ASSIGNMENT: Among the entries that follow, find every line with the word "Main" and copy it.

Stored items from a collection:
----------------------------------------

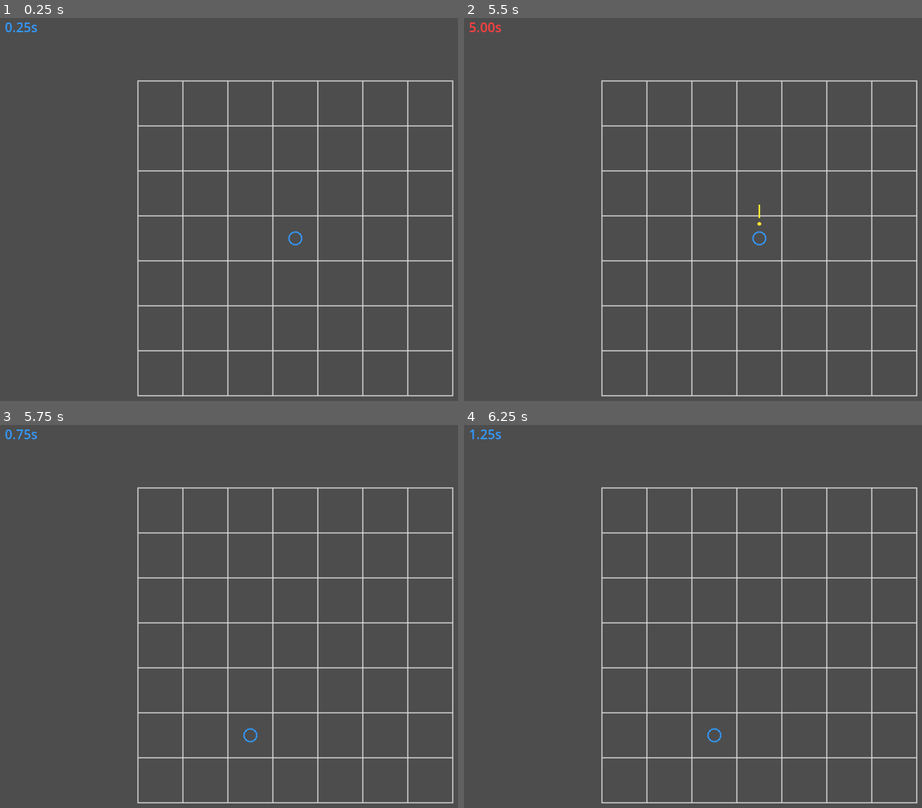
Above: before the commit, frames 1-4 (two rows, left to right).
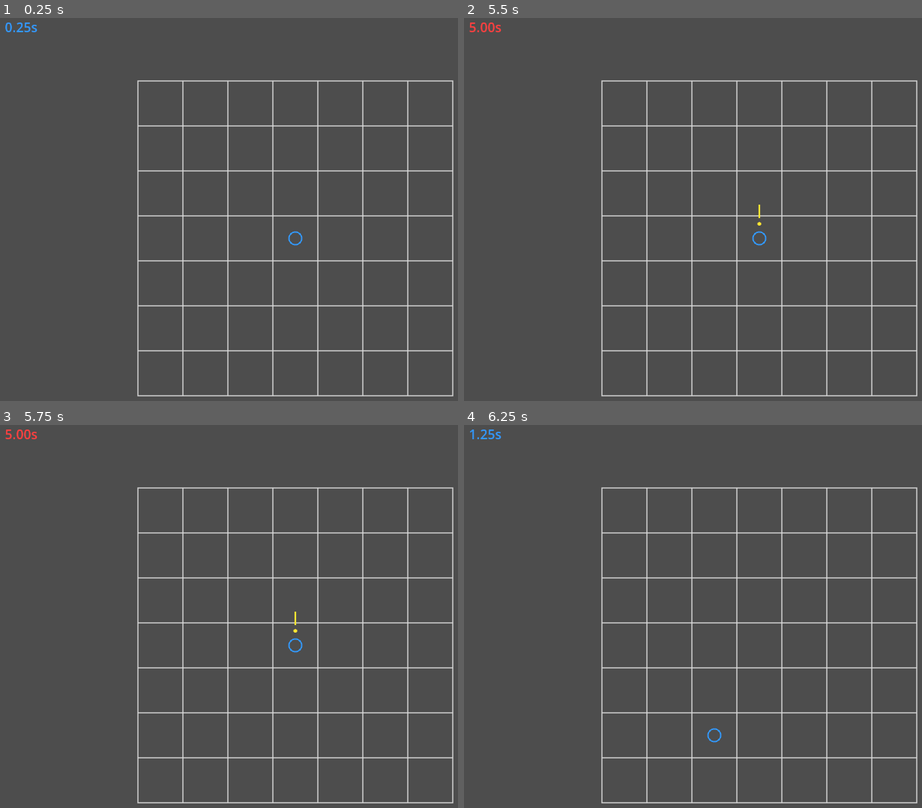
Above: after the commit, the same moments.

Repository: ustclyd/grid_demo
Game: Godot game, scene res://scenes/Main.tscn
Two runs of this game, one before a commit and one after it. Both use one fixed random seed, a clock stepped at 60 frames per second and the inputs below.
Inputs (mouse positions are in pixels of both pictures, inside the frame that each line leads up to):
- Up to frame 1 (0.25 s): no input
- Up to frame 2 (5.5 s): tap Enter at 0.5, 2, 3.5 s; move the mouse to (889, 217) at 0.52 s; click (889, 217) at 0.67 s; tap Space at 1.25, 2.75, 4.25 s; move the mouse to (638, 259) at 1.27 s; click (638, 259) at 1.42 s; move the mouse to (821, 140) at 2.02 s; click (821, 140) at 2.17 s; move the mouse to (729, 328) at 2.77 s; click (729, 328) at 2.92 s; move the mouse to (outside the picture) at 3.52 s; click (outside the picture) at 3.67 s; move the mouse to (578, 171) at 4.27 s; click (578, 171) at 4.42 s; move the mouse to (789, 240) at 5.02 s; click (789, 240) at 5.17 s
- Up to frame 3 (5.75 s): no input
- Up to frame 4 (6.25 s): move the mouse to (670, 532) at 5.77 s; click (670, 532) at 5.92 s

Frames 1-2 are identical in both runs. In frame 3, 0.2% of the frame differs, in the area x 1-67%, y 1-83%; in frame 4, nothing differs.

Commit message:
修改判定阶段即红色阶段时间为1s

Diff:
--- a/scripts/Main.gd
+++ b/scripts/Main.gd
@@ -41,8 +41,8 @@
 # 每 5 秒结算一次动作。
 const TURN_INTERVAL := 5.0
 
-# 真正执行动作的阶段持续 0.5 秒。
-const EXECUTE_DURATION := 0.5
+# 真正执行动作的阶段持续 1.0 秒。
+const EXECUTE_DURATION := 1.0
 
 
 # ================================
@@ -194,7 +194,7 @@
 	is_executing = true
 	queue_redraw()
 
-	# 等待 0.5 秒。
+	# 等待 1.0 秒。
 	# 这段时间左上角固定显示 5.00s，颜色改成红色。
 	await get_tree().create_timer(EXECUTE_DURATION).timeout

----------------------------------------

EXERCISE SOLUTION:
Game: Godot game, scene res://scenes/Main.tscn
--- a/scripts/Main.gd
+++ b/scripts/Main.gd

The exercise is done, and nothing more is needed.